**EXERCISE GOAL:** Without any of the pictures, set down the data below exactly.

**MATERIAL TO PROCESS:**
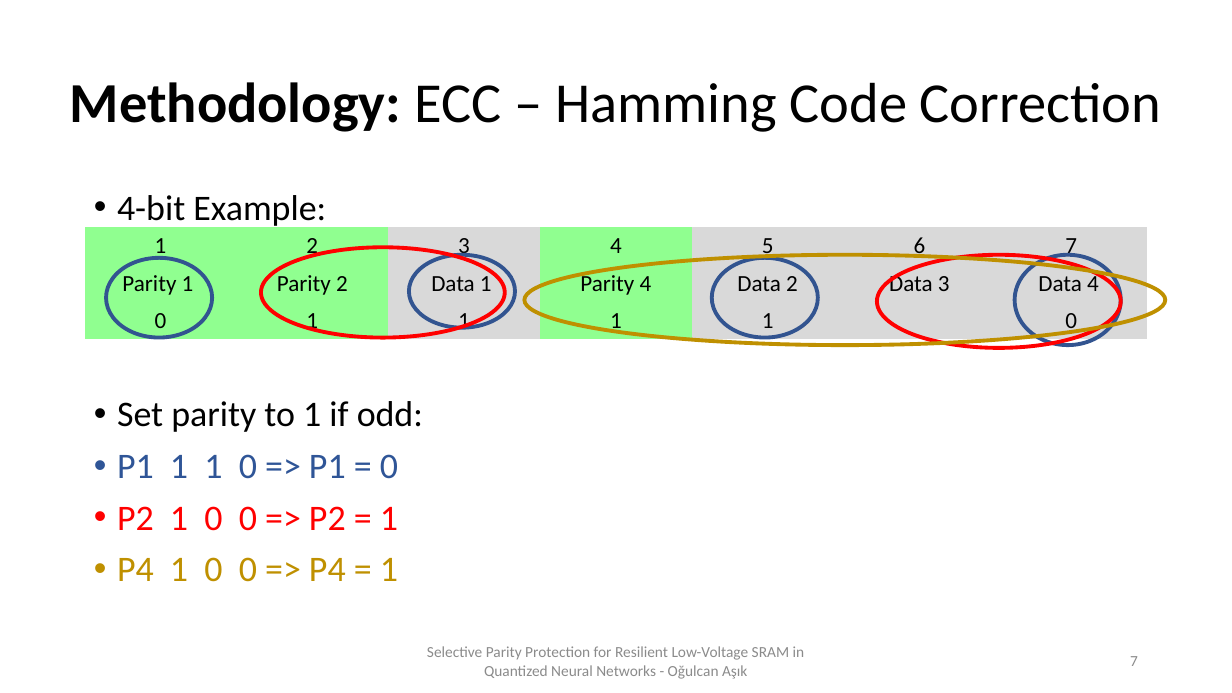
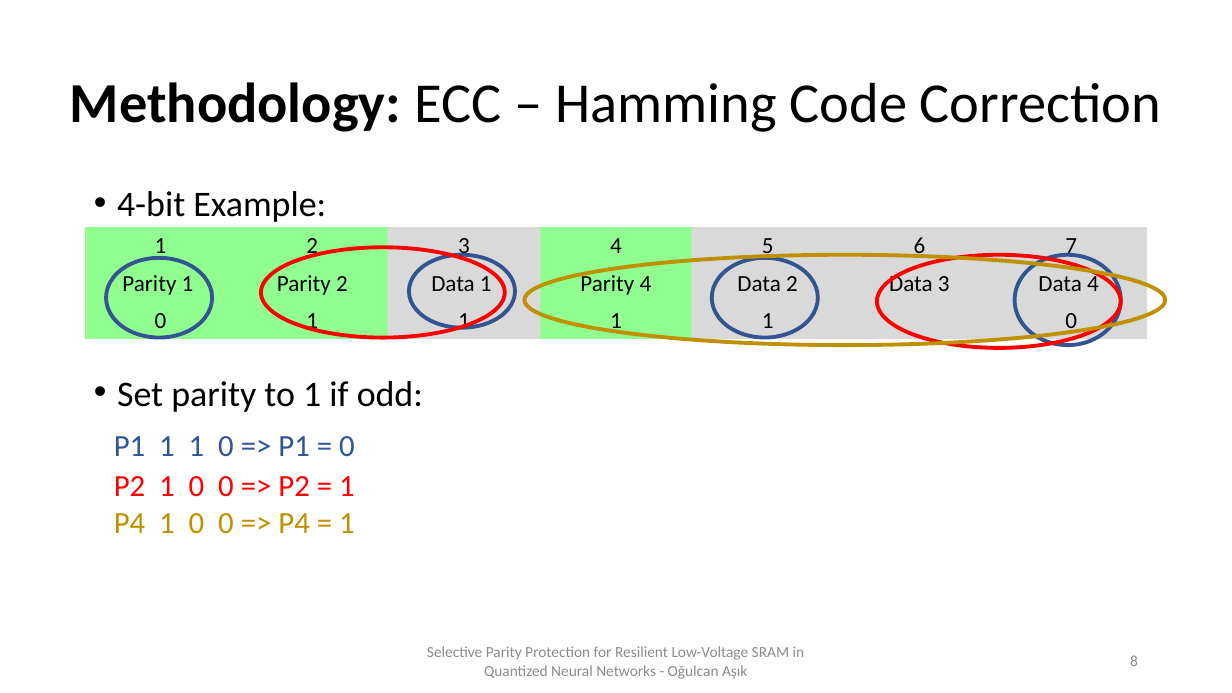
Before and after one commit to Xeadriel/ECC-SRAM-Simulation, a slide deck: slide 8 of Paper SRAM PDF/Selective Parity Protection for Resilient Low-Voltage SRAM in.pptx (slide 7 before the commit). Drawn at 1232x693 pixels with LibreOffice and Linux fonts; fonts in the diff are those of the drawing. Boxes give left, top, right and bottom in pixels: in the first picture for what was removed or moved away, otherwise in the second. Text is boxed around its words. In the diff, an @@ line names an element or a change of style, - is before the commit and + after.

```diff
--- a/Paper SRAM PDF/Selective Parity Protection for Resilient Low-Voltage SRAM in.pptx
+++ b/Paper SRAM PDF/Selective Parity Protection for Resilient Low-Voltage SRAM in.pptx
@@ text "4-bit Example:" at (117,191,423,412): line spacing 0.9 to 0.8 @@
@@ text added at (114,436,355,456), 24 pt, text #2F5597 @@
+P1 1 1 0 => P1 = 0
@@ text added at (114,476,355,497), 24 pt, text #FF0000 @@
+P2 1 0 0 => P2 = 1
@@ text at (117,454,398,582): paragraphs removed @@
-• P1 1 1 0 => P1 = 0
-• P2 1 0 0 => P2 = 1
-• P4 1 0 0 => P4 = 1
@@ text added at (114,513,355,534), 24 pt, text #BF9000 @@
+P4 1 0 0 => P4 = 1
@@ page number at (1130,655,1138,666): text changed @@
-7
+8
```
Also in this commit, not shown: 13 other slides changed, 2 slides added, 3 slides removed, 4 other files.

**ANSWER SECTION:**
Before and after one commit to Xeadriel/ECC-SRAM-Simulation, a slide deck: slide 8 of Paper SRAM PDF/Selective Parity Protection for Resilient Low-Voltage SRAM in.pptx (slide 7 before the commit). Drawn at 1232x693 pixels with LibreOffice and Linux fonts; fonts in the diff are those of the drawing. Boxes give left, top, right and bottom in pixels: in the first picture for what was removed or moved away, otherwise in the second. Text is boxed around its words. In the diff, an @@ line names an element or a change of style, - is before the commit and + after.

```diff
--- a/Paper SRAM PDF/Selective Parity Protection for Resilient Low-Voltage SRAM in.pptx
+++ b/Paper SRAM PDF/Selective Parity Protection for Resilient Low-Voltage SRAM in.pptx
@@ text "4-bit Example:" at (117,191,423,412): line spacing 0.9 to 0.8 @@
@@ text added at (114,436,355,456), 24 pt, text #2F5597 @@
+P1 1 1 0 => P1 = 0
@@ text added at (114,476,355,497), 24 pt, text #FF0000 @@
+P2 1 0 0 => P2 = 1
@@ text at (117,454,398,582): paragraphs removed @@
-• P1 1 1 0 => P1 = 0
-• P2 1 0 0 => P2 = 1
-• P4 1 0 0 => P4 = 1
@@ text added at (114,513,355,534), 24 pt, text #BF9000 @@
+P4 1 0 0 => P4 = 1
@@ page number at (1130,655,1138,666): text changed @@
-7
+8
```
Also in this commit, not shown: 13 other slides changed, 2 slides added, 3 slides removed, 4 other files.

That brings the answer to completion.